# Instructions for the task:
Using the listing that follows, return every line with the word "those".

# Material for the task:
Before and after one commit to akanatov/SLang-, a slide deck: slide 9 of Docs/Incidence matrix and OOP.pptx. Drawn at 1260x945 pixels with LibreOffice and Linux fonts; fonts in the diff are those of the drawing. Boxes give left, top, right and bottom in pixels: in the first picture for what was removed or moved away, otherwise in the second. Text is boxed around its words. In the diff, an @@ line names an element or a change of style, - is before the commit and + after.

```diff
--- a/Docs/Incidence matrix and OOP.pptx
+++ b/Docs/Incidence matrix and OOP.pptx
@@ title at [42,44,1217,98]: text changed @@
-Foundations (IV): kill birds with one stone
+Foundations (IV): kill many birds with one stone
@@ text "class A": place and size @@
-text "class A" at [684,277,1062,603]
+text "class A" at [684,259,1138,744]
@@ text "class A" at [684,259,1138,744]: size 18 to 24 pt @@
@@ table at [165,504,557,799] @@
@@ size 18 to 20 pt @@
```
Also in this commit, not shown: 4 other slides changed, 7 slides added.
...
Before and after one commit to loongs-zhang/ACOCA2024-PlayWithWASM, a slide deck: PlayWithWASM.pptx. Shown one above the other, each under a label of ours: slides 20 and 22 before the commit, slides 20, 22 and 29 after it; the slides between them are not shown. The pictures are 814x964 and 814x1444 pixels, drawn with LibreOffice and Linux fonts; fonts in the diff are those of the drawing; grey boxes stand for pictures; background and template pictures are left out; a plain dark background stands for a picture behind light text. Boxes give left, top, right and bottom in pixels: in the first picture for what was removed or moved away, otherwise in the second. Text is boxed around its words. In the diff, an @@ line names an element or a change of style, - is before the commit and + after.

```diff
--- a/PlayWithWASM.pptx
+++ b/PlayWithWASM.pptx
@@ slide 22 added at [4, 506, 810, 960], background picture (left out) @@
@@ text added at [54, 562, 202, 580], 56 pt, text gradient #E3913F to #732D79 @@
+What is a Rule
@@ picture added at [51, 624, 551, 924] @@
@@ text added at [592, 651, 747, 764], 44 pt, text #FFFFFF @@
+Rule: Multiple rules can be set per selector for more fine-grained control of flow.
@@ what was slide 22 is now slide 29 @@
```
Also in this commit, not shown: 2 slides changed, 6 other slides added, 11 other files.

# Exercise answer:
Before and after one commit to akanatov/SLang-, a slide deck: slide 9 of Docs/Incidence matrix and OOP.pptx. Drawn at 1260x945 pixels with LibreOffice and Linux fonts; fonts in the diff are those of the drawing. Boxes give left, top, right and bottom in pixels: in the first picture for what was removed or moved away, otherwise in the second. Text is boxed around its words. In the diff, an @@ line names an element or a change of style, - is before the commit and + after.
Before and after one commit to loongs-zhang/ACOCA2024-PlayWithWASM, a slide deck: PlayWithWASM.pptx. Shown one above the other, each under a label of ours: slides 20 and 22 before the commit, slides 20, 22 and 29 after it; the slides between them are not shown. The pictures are 814x964 and 814x1444 pixels, drawn with LibreOffice and Linux fonts; fonts in the diff are those of the drawing; grey boxes stand for pictures; background and template pictures are left out; a plain dark background stands for a picture behind light text. Boxes give left, top, right and bottom in pixels: in the first picture for what was removed or moved away, otherwise in the second. Text is boxed around its words. In the diff, an @@ line names an element or a change of style, - is before the commit and + after.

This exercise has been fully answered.